■ **Instructions to follow**
Retrieve every line from the records in which the word "your" occurs.

■ **Source records**
== Segment start ==

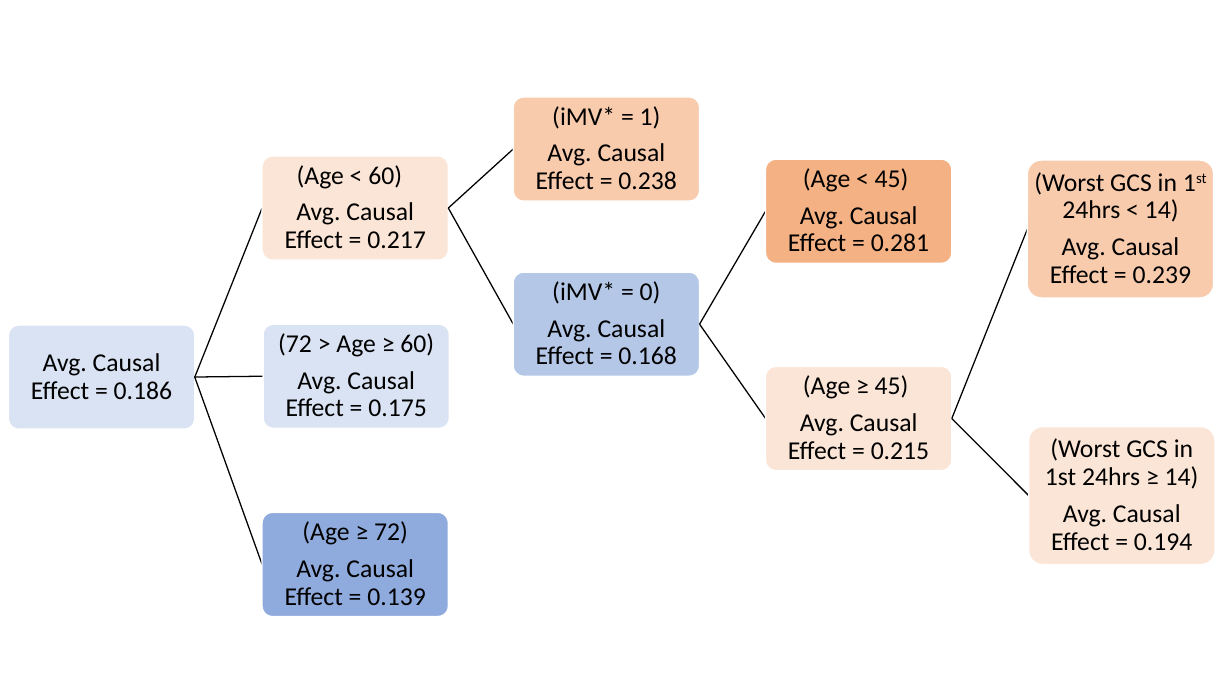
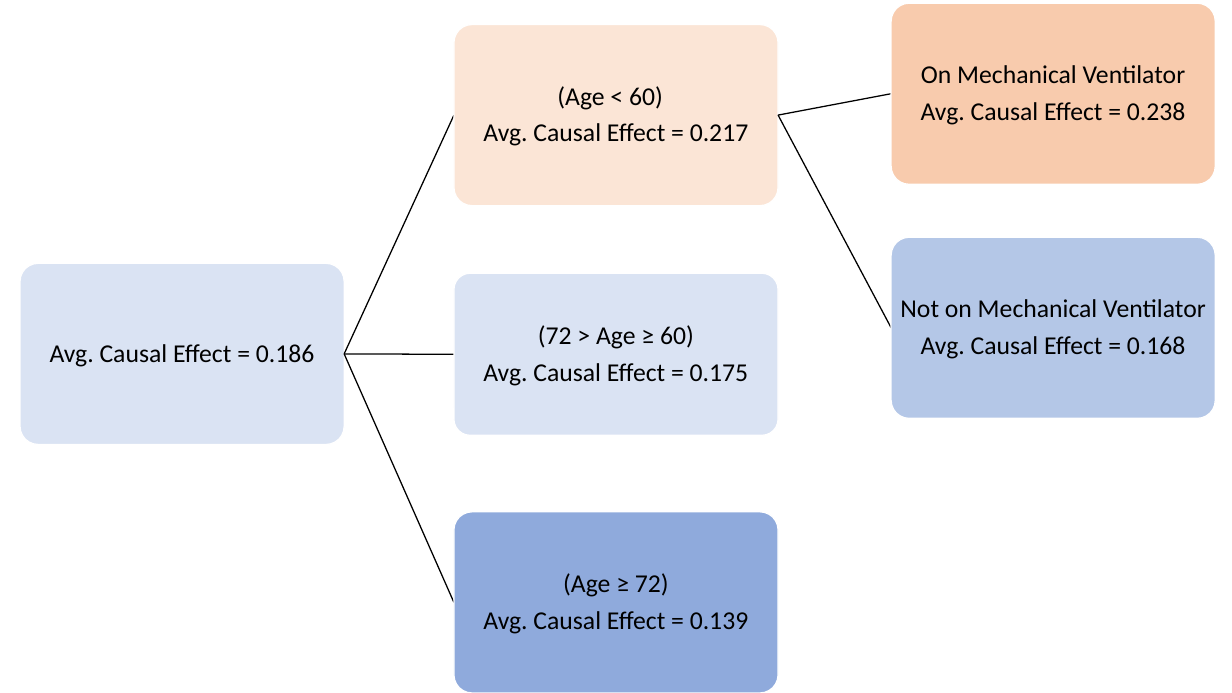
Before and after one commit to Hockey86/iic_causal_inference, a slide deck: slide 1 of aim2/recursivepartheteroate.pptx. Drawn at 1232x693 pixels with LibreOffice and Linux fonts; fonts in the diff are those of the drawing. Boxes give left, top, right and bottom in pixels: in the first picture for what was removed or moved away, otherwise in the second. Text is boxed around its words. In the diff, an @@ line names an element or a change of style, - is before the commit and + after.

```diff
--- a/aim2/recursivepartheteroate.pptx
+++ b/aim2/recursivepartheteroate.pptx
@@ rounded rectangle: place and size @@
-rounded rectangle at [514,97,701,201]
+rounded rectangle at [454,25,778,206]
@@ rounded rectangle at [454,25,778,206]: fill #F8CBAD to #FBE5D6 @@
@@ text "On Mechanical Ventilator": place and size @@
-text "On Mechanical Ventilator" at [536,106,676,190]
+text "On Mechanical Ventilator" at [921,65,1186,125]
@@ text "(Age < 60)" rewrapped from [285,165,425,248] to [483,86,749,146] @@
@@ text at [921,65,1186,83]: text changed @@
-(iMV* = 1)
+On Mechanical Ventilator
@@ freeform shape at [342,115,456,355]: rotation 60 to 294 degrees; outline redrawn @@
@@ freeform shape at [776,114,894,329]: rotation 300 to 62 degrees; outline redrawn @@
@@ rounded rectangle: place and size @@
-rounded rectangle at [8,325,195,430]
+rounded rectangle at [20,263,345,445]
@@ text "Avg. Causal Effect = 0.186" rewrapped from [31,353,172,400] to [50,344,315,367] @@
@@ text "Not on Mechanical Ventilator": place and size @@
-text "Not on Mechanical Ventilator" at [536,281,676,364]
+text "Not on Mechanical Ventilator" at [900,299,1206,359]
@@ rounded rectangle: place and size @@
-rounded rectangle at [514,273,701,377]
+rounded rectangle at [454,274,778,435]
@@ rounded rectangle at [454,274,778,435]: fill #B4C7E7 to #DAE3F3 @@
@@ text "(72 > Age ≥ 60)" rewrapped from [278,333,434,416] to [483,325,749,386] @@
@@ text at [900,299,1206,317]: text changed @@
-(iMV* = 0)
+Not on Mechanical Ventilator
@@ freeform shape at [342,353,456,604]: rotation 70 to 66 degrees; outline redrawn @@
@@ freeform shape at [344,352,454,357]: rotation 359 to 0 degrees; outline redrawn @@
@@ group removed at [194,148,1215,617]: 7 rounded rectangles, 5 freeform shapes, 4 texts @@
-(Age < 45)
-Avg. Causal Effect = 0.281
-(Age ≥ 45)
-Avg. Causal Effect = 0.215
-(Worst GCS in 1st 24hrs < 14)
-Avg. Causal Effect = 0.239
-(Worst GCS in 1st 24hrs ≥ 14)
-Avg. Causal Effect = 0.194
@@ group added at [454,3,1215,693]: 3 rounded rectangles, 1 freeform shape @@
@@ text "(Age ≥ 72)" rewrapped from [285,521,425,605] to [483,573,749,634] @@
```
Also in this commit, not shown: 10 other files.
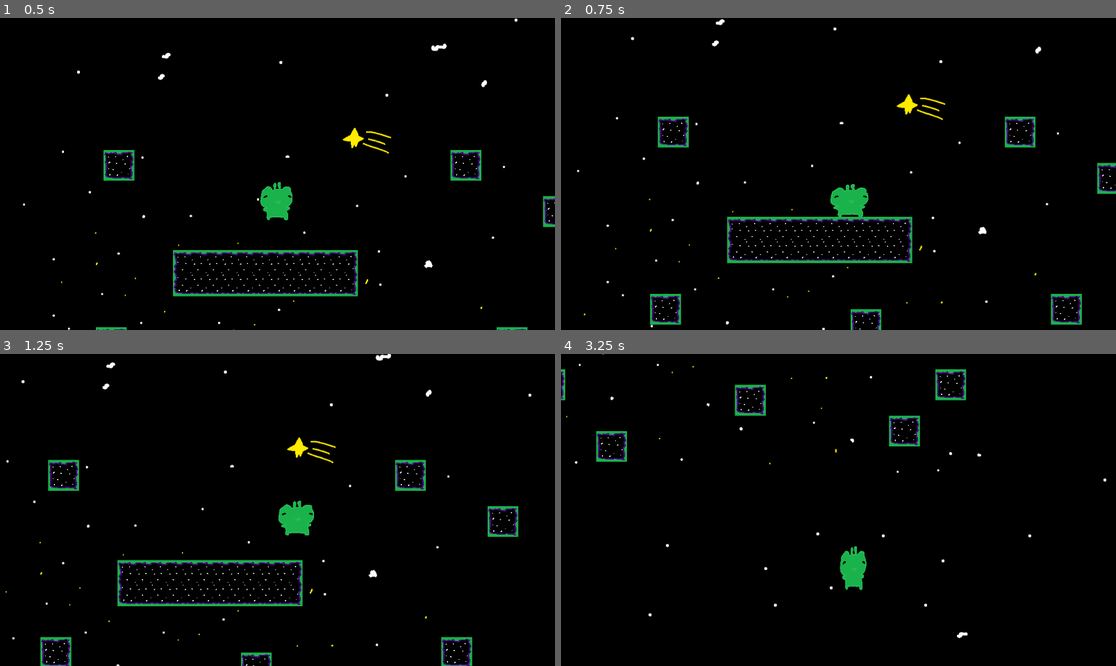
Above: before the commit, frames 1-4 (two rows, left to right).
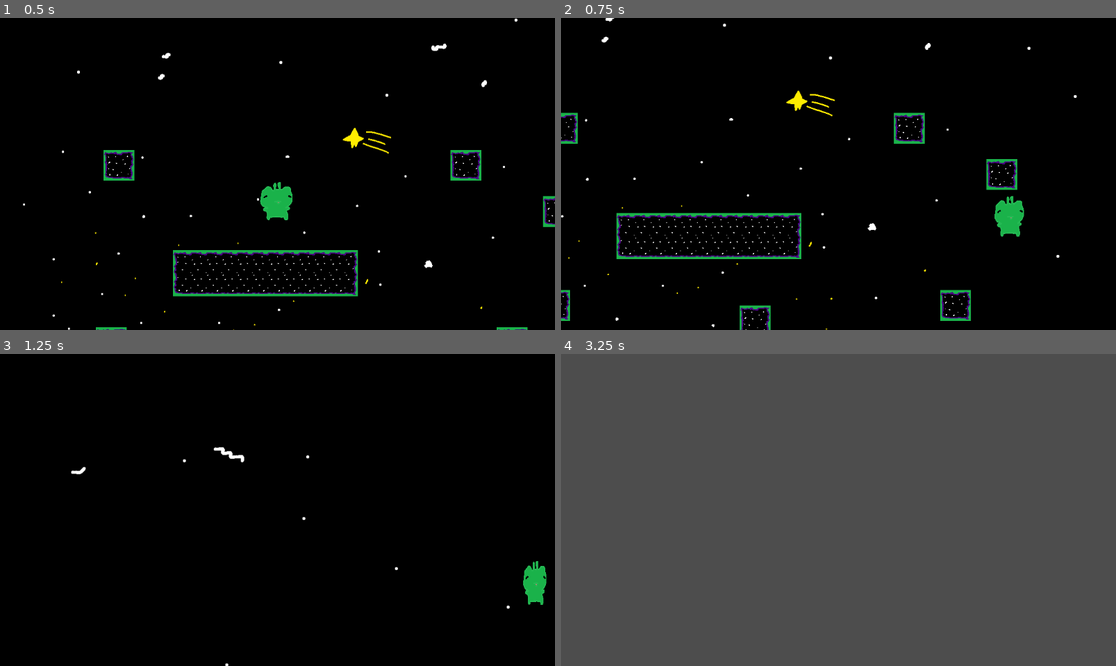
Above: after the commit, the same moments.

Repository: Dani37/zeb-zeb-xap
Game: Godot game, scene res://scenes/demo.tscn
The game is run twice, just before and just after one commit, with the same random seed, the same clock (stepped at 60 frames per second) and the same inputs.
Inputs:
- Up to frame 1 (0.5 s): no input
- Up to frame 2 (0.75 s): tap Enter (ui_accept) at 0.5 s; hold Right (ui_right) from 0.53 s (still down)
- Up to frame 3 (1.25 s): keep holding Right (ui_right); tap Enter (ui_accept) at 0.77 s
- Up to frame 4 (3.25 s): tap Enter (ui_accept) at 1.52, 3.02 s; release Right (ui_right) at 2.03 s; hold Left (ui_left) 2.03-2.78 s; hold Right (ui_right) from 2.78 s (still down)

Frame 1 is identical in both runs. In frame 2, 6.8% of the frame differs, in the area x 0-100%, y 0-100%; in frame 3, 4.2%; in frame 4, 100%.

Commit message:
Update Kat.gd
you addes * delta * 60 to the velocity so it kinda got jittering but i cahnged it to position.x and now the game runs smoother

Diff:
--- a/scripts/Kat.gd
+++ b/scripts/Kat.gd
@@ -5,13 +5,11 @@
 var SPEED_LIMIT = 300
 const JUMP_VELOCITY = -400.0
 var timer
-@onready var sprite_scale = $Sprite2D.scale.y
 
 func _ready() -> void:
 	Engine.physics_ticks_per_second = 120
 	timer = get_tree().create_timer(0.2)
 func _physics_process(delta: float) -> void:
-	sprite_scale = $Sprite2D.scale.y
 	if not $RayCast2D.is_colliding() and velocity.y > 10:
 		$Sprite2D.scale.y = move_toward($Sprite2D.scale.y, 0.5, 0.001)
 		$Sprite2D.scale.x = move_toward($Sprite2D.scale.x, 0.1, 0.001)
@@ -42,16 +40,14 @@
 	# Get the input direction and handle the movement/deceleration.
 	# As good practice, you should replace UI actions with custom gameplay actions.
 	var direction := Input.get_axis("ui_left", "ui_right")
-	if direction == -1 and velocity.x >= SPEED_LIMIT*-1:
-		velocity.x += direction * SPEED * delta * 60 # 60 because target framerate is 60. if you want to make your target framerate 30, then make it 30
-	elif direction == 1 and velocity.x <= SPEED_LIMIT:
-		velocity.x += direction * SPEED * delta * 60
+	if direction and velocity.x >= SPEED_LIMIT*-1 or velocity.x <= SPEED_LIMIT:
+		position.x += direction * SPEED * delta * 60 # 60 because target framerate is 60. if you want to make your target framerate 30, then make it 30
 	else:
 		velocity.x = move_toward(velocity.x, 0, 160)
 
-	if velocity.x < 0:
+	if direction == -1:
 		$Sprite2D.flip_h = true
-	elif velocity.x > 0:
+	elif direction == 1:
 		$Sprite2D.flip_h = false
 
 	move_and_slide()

== Segment end ==

■ **Written response**
-		velocity.x += direction * SPEED * delta * 60 # 60 because target framerate is 60. if you want to make your target framerate 30, then make it 30
+		position.x += direction * SPEED * delta * 60 # 60 because target framerate is 60. if you want to make your target framerate 30, then make it 30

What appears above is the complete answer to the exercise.